As for the stand Ive had it for a long time (5 + years) and never had an issue with it. It is solid and has a great basic look to it. The thing I dont like is I wish it was taller, and had more room in the cabinet area.

Of course compared to other more expensive, high quality stands you cant really compare it. But for the money at the time when I baught it, it was a good deal.

The only reason I prob didnt get another stand is b/c I would have prob upgraded and baught a 75-90gal tank and stand. Not that its a bad thing but more $$.

Thanks!


----------



## fishykid1 (Apr 5, 2010)

Cool deal, when are you tearing the tank down?


----------



## scapegoat (Jun 3, 2010)

yeah. the stand itself doesn't look bad. i suppose the person i bought it from didn't have it together correctly b/c the tank teeter totters on the center brace and i do not at all trust it b/c of that.

and yeah, it is a very very low stand


----------



## BradC (Dec 22, 2010)

fishykid1 said:


> Cool deal, when are you tearing the tank down?

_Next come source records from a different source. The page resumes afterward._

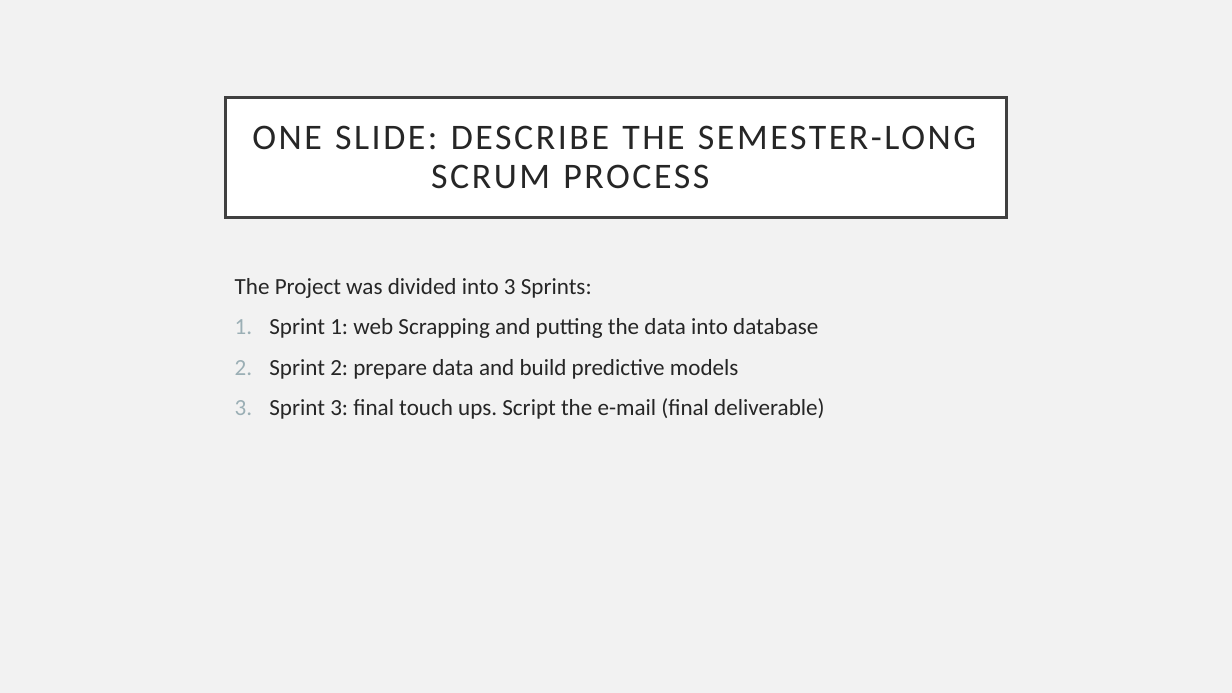
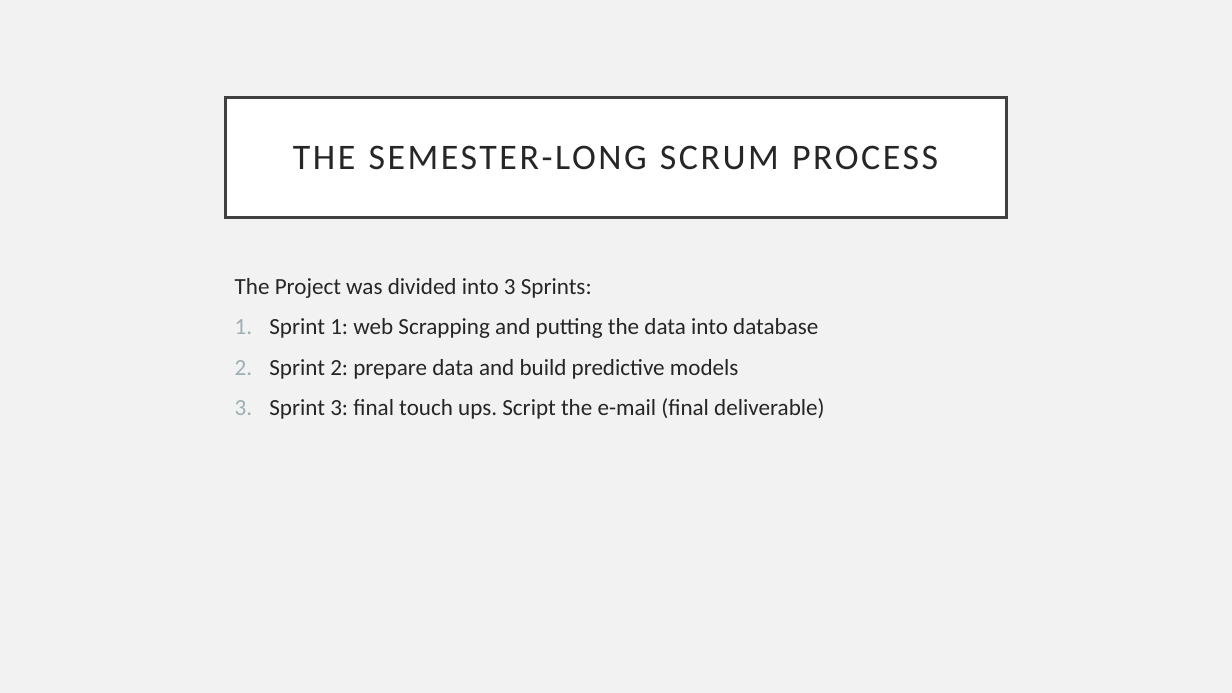
Before and after one commit to pauleanderson/capstone-spring-2018-team-7, a slide deck: slide 7 of midterm presentation/Presentation-StartingTemplate.pptx (slide 5 before the commit). Drawn at 1232x693 pixels with LibreOffice and Linux fonts; fonts in the diff are those of the drawing. Boxes give left, top, right and bottom in pixels: in the first picture for what was removed or moved away, otherwise in the second. Text is boxed around its words. In the diff, an @@ line names an element or a change of style, - is before the commit and + after.

```diff
--- a/midterm presentation/Presentation-StartingTemplate.pptx
+++ b/midterm presentation/Presentation-StartingTemplate.pptx
@@ title at box(293, 145, 938, 170): text changed @@
-ONE SLIDE: DESCRIBE THE SEMESTER-LONG SCRUM PROCESS
+THE SEMESTER-LONG SCRUM PROCESS
```
Also in this commit, not shown: 4 other slides changed, 3 slides added, 1 slide removed.

I want to say in the upcomming weeks. 

Im actaully just going to take out the plants, leave a piece of driftwood in there until I get the new one so the discus have something to look at. The AquaSoil is staying but might take the 1 inch of powder type off the top. Also might slope the AS as well.



scapegoatw said:


> yeah. the stand itself doesn't look bad. i suppose the person i bought it from didn't have it together correctly b/c the tank teeter totters on the center brace and i do not at all trust it b/c of that.
> 
> and yeah, it is a very very low stand


I think mine did that a little bit but not that much to worry about. I have it on carpet too so it pretty much leveled itself out.


----------



## BradC (Dec 22, 2010)

Ok time for a big update!

Unfortunatly the DHG did not survive the high temps  I also moved most of the plants that were not affected by algae outbreak into another tank. What is left now is the AS Amazonia II and the discus.

A few weeks ago I ordered driftwood from Tom Barr and am very happy with it  Below is how I think I am going to arrange it. It is actually 4-5 peices.



Right now the driftwood is soaking in the bathtube getting water logged.

I am going to replace the AS Amazonia II with Amazonia I. After a few months I realized the Amazonia II would break down and my cory cats would make my water column full of debris. Also going to use Miracle Gro Organic soil as a bottom layer and AS as a cap. Will prob do a 1.5" of soil and 1.5" of AS. 

Will be receiving plants this Thursday. Will be getting the following:

Amazon sword
Crypt Wendtti red and green
Java fern
Java moss
Vals jungle
Dwarf sag
Red flame sword
Anubias nana

EDIT: Forgot to add. I will be adding an additional filter, an Eheim Pro 3 2071 

More pics to follow!

Thanks for viewing


----------



## fishykid1 (Apr 5, 2010)

Why use topsoil and aquasoil. If your redoing it completely I'd put something like Pool filter sand over the soil/AS. I think it would make it look better with the fish and plants, more natural look..


----------



## Smitty83 (Sep 19, 2008)

Love that driftwood. I can never find any that look like that in my budget.


----------



## BradC (Dec 22, 2010)

fishykid1 said:


> Why use topsoil and aquasoil. If your redoing it completely I'd put something like Pool filter sand over the soil/AS. I think it would make it look better with the fish and plants, more natural look..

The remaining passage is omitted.